§ **Provided material**:
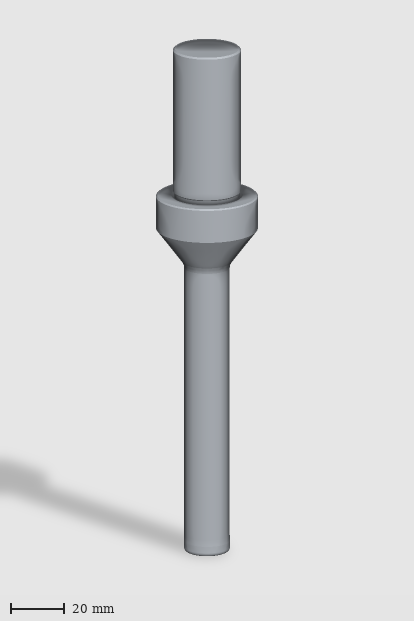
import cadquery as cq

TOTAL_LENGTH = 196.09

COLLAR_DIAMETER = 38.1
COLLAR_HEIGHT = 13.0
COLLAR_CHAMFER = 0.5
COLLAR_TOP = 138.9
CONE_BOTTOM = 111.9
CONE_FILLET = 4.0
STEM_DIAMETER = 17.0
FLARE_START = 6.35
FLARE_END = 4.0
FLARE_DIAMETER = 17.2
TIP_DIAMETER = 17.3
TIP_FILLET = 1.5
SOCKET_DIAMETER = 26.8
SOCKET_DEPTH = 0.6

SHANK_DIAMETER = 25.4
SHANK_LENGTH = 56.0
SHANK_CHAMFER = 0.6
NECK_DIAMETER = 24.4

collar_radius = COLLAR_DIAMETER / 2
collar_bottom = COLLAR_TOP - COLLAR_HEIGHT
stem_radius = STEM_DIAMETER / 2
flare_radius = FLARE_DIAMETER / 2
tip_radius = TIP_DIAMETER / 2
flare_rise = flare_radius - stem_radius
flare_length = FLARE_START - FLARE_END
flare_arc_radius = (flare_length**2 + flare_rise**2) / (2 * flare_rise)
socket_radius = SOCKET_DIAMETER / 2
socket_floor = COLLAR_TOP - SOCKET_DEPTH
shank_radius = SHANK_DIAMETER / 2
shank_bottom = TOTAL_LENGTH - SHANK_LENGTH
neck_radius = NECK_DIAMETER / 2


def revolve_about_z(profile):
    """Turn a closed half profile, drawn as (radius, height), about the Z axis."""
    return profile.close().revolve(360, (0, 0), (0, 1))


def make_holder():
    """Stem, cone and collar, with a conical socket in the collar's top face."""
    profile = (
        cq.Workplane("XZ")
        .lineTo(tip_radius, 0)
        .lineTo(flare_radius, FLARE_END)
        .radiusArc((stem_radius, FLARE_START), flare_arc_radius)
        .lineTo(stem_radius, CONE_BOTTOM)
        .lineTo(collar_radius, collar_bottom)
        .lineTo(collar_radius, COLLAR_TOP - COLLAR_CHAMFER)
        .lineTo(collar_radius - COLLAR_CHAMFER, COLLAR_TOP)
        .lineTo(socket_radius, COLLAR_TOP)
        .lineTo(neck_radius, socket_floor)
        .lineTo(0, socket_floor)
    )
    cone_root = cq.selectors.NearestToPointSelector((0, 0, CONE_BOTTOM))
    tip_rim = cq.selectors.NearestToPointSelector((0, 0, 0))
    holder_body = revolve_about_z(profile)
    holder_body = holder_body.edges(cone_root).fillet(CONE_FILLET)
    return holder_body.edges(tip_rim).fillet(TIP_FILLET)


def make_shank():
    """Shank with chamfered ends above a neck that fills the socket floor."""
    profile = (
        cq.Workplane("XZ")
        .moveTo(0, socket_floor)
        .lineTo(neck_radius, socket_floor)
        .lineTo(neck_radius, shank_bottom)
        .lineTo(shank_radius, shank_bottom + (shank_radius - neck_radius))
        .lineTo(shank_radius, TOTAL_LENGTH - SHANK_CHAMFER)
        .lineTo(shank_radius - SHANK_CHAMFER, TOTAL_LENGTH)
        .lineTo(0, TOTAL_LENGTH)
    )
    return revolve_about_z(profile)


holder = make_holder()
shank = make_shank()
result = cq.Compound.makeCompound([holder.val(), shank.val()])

§ **Task statement**:
Exactly as written, copy the entries above without their pictures.

§ **Final answer**:
import cadquery as cq

TOTAL_LENGTH = 196.09

COLLAR_DIAMETER = 38.1
COLLAR_HEIGHT = 13.0
COLLAR_CHAMFER = 0.5
COLLAR_TOP = 138.9
CONE_BOTTOM = 111.9
CONE_FILLET = 4.0
STEM_DIAMETER = 17.0
FLARE_START = 6.35
FLARE_END = 4.0
FLARE_DIAMETER = 17.2
TIP_DIAMETER = 17.3
TIP_FILLET = 1.5
SOCKET_DIAMETER = 26.8
SOCKET_DEPTH = 0.6

SHANK_DIAMETER = 25.4
SHANK_LENGTH = 56.0
SHANK_CHAMFER = 0.6
NECK_DIAMETER = 24.4

collar_radius = COLLAR_DIAMETER / 2
collar_bottom = COLLAR_TOP - COLLAR_HEIGHT
stem_radius = STEM_DIAMETER / 2
flare_radius = FLARE_DIAMETER / 2
tip_radius = TIP_DIAMETER / 2
flare_rise = flare_radius - stem_radius
flare_length = FLARE_START - FLARE_END
flare_arc_radius = (flare_length**2 + flare_rise**2) / (2 * flare_rise)
socket_radius = SOCKET_DIAMETER / 2
socket_floor = COLLAR_TOP - SOCKET_DEPTH
shank_radius = SHANK_DIAMETER / 2
shank_bottom = TOTAL_LENGTH - SHANK_LENGTH
neck_radius = NECK_DIAMETER / 2


def revolve_about_z(profile):
    """Turn a closed half profile, drawn as (radius, height), about the Z axis."""
    return profile.close().revolve(360, (0, 0), (0, 1))


def make_holder():
    """Stem, cone and collar, with a conical socket in the collar's top face."""
    profile = (
        cq.Workplane("XZ")
        .lineTo(tip_radius, 0)
        .lineTo(flare_radius, FLARE_END)
        .radiusArc((stem_radius, FLARE_START), flare_arc_radius)
        .lineTo(stem_radius, CONE_BOTTOM)
        .lineTo(collar_radius, collar_bottom)
        .lineTo(collar_radius, COLLAR_TOP - COLLAR_CHAMFER)
        .lineTo(collar_radius - COLLAR_CHAMFER, COLLAR_TOP)
        .lineTo(socket_radius, COLLAR_TOP)
        .lineTo(neck_radius, socket_floor)
        .lineTo(0, socket_floor)
    )
    cone_root = cq.selectors.NearestToPointSelector((0, 0, CONE_BOTTOM))
    tip_rim = cq.selectors.NearestToPointSelector((0, 0, 0))
    holder_body = revolve_about_z(profile)
    holder_body = holder_body.edges(cone_root).fillet(CONE_FILLET)
    return holder_body.edges(tip_rim).fillet(TIP_FILLET)


def make_shank():
    """Shank with chamfered ends above a neck that fills the socket floor."""
    profile = (
        cq.Workplane("XZ")
        .moveTo(0, socket_floor)
        .lineTo(neck_radius, socket_floor)
        .lineTo(neck_radius, shank_bottom)
        .lineTo(shank_radius, shank_bottom + (shank_radius - neck_radius))
        .lineTo(shank_radius, TOTAL_LENGTH - SHANK_CHAMFER)
        .lineTo(shank_radius - SHANK_CHAMFER, TOTAL_LENGTH)
        .lineTo(0, TOTAL_LENGTH)
    )
    return revolve_about_z(profile)


holder = make_holder()
shank = make_shank()
result = cq.Compound.makeCompound([holder.val(), shank.val()])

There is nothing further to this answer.